# Power steering pump as turbo oil scavenge pump.



## dkveuro (Jul 23, 2002)

I am debating using a p/s pump as a turbo oil scavenger on an ABA in a Vanagon.
This list is what I found for flow rates through an A4 Audi p/s pump..
I presume the pressure limiter was removed.
800RPM = 2.68GPM.
1k = 3.35GPM
1.5k= 5.025GPM
2k= 6.7GPM
3k = 10.05GPM
3.5k = 11.725GPM
4k = 13.4GPM
4.5k = 15.075GPM
5k = 16.75GPM
6.5k = 21.775GPM
7k = 23.45GPM
7.5k= 25.15GPM
8k = 26.8GPM
8.5k = 28.475GPM
Beauty of this kind of pump is it is rpm controlled. Obviously oil volume and pressure is higher at elevated rpm as is flow due to viscosity changes through the turbo..
I am using 0W30 oil and my pressures are ........
Cold Idle 5+bar.
Warm Idle 2.5bar.
Any rpm over idle is 5+bar. I plan on using a restrictor in the oil line to the turbo depending on flow requirements of the turbo....anyone know ? 
Currently the turbo is from a 1.9 TD . Chosen because of the need for low rpm boost with max of 6 to 8 psi at 3500 rpm.
I am using the inter cooler from a 4.7 ltr NPR diesel engine, piped with overkill 3" aluminum tubing....primarily to reduce back pressure through the inter cooler.
Any thoughts on the durability of a p/s pump in this kind of application and should I use a cooler for the oil prior to the p/s pump?
Current oil temperatures when cruising at 3500 rpm is 210F at the oil filter and 170F and lower coming back from the front mounted oil cooler.
This is because of the 180c thermostatic oil controller between the oil pump and the engine..
I am about to do a flow test myself and see for a fact what the flow volume of a p/s pump is. ...although at present I know little about the real volume these pumps will flow.
Chime in anyone..all input will be considered along with any previous post links on this subject...I found none on a search in VWvortex.
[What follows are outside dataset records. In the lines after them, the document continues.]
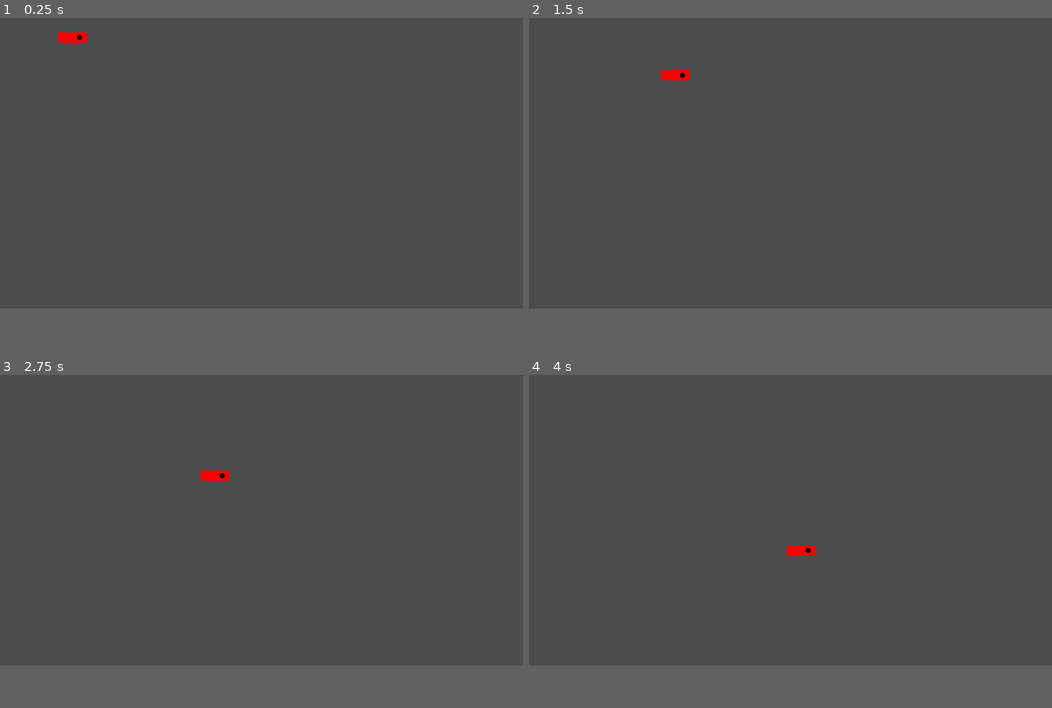
Above: before the commit, frames 1-4 (two rows, left to right).
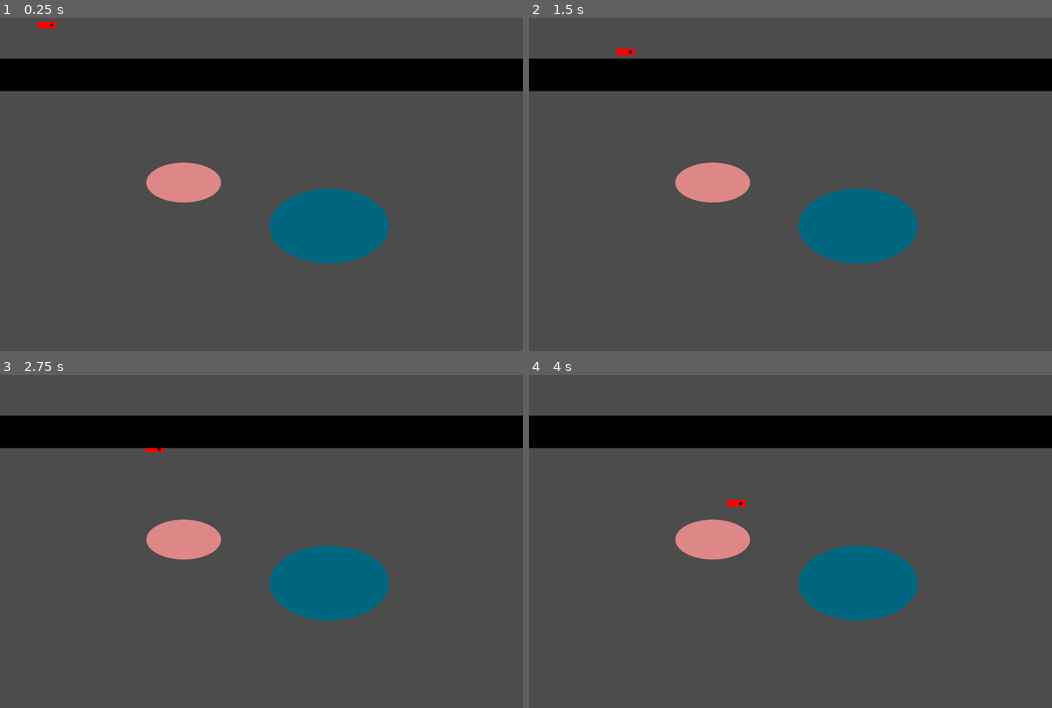
Above: after the commit, the same moments.

Repository: the-g-force/FamJam-June2020
Game: Godot game, scene res://src/Aquarium.tscn
The game is run twice, just before and just after one commit, with the same random seed, the same clock (stepped at 60 frames per second) and the same inputs.
Inputs (mouse positions are in pixels of both pictures, inside the frame that each line leads up to):
- Up to frame 1 (0.25 s): no input
- Up to frame 2 (1.5 s): tap Enter at 0.5 s; move the mouse to (905, 141) at 0.52 s; click (905, 141) at 0.6 s; move the mouse to (685, 171) at 1.27 s; click (685, 171) at 1.35 s
- Up to frame 3 (2.75 s): move the mouse to (313, 444) at 2.02 s; click (313, 444) at 2.1 s
- Up to frame 4 (4 s): move the mouse to (764, 574) at 2.77 s; click (764, 574) at 2.85 s; move the mouse to (947, 558) at 3.52 s; click (947, 558) at 3.6 s
In our replay, the window is 800x468 before the commit and 800x533 after it. These sizes can differ from the game's own. Grey fills any space a smaller window leaves; there, only what the larger window draws over its background counts as a difference.

The runs differ from the first frame. In frame 1, 15% of the frame differs, in the area x 0-100%, y 1-74%; in frame 2, 15%; in frame 3, 15%; in frame 4, 15%, in the area x 0-100%, y 12-74%.

Commit message:
Set size to match background
it is probably too big

Diff:
--- a/project/project.godot
+++ b/project/project.godot
@@ -19,6 +19,11 @@
 run/main_scene="res://src/Aquarium.tscn"
 config/icon="res://icon.png"
 
+[display]
+
+window/size/width=1575
+window/size/height=1050
+
 [input]
 
 clicked={
--- a/project/src/Aquarium.tscn
+++ b/project/src/Aquarium.tscn
@@ -1,10 +1,15 @@
-[gd_scene load_steps=3 format=2]
+[gd_scene load_steps=4 format=2]
 
 [ext_resource path="res://src/Fish.tscn" type="PackedScene" id=1]
 [ext_resource path="res://src/Aquarium.gd" type="Script" id=2]
+[ext_resource path="res://assets/aquarium.png" type="Texture" id=3]
 
 [node name="Aquarium" type="Node2D"]
 script = ExtResource( 2 )
 
 [node name="Fish" parent="." instance=ExtResource( 1 )]
 position = Vector2( 141.693, 68.59 )
+
+[node name="Background" type="Sprite" parent="."]
+texture = ExtResource( 3 )
+centered = false

_Modified by dkveuro at 11:41 AM 6-28-2009_


----------



## Fahrvergnugen (May 1, 2002)

*Re: Power steering pump as turbo oil scavenge pump. (dkveuro)*

Interesting thoughts here, I will intersperse my questions with your thoughts...

_Quote, originally posted by *dkveuro* »_I am debating using a p/s pump as a turbo oil scavenger on an ABA in a Vanagon.
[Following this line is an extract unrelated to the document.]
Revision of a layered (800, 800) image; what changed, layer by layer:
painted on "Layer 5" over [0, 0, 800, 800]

So as a scavenger pump, it will literally suck the oil through the turbo? Why would this be helpful?


_Quote, originally posted by *dkveuro* »_
Any rpm over idle is 5+bar. I plan on using a restrictor in the oil line to the turbo depending on flow requirements of the turbo....anyone know ?
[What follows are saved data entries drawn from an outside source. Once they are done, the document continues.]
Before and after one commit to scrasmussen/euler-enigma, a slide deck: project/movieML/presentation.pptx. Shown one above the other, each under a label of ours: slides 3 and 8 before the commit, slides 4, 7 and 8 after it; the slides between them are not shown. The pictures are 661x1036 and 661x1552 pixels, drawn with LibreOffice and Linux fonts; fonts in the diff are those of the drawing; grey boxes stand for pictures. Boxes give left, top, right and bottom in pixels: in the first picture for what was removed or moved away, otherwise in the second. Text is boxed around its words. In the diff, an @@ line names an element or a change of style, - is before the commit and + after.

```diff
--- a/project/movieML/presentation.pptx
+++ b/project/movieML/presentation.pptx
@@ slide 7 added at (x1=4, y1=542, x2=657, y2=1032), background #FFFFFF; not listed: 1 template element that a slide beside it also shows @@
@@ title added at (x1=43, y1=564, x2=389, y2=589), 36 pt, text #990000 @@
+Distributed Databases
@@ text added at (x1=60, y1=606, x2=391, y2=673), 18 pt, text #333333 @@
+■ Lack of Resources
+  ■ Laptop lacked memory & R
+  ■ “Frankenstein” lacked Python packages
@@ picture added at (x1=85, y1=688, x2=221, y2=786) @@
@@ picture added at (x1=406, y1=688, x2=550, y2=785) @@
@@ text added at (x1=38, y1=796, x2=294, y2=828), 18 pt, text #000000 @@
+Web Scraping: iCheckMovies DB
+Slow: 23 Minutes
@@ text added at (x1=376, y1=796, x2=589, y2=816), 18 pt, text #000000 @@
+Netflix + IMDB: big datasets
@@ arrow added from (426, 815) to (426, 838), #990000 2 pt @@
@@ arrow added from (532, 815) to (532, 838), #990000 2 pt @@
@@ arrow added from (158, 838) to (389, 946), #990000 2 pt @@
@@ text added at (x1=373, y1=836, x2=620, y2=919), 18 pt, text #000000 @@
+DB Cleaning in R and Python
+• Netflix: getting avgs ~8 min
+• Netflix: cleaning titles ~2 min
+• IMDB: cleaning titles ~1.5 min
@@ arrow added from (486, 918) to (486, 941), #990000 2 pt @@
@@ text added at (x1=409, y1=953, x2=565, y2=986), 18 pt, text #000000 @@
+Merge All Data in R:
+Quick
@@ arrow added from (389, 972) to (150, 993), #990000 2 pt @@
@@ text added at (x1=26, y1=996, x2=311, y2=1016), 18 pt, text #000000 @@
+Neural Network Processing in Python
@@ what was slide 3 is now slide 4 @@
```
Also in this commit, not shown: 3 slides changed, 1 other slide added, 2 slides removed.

I think you would do well to talk to a reputable rebuilder to get some figures you might trust. 

_Quote, originally posted by *dkveuro* »_
Currently the turbo is from a 1.9 TD . Chosen because of the need for low rpm boost with max of 6 to 8 psi at 3500 rpm.
I am using the inter cooler from a 4.7 ltr NPR diesel engine, piped with overkill 3" aluminum tubing....primarily to reduce back pressure through the inter cooler.

While I understand the demand to reduce back pressure, I believe you will have an issue with air charge velocity. While that intercooler is plenty big, I think you will reduce spool-up. Why not use that G60 intercooler you have, especially since you aren't going to go more than a 6 or 7 psi?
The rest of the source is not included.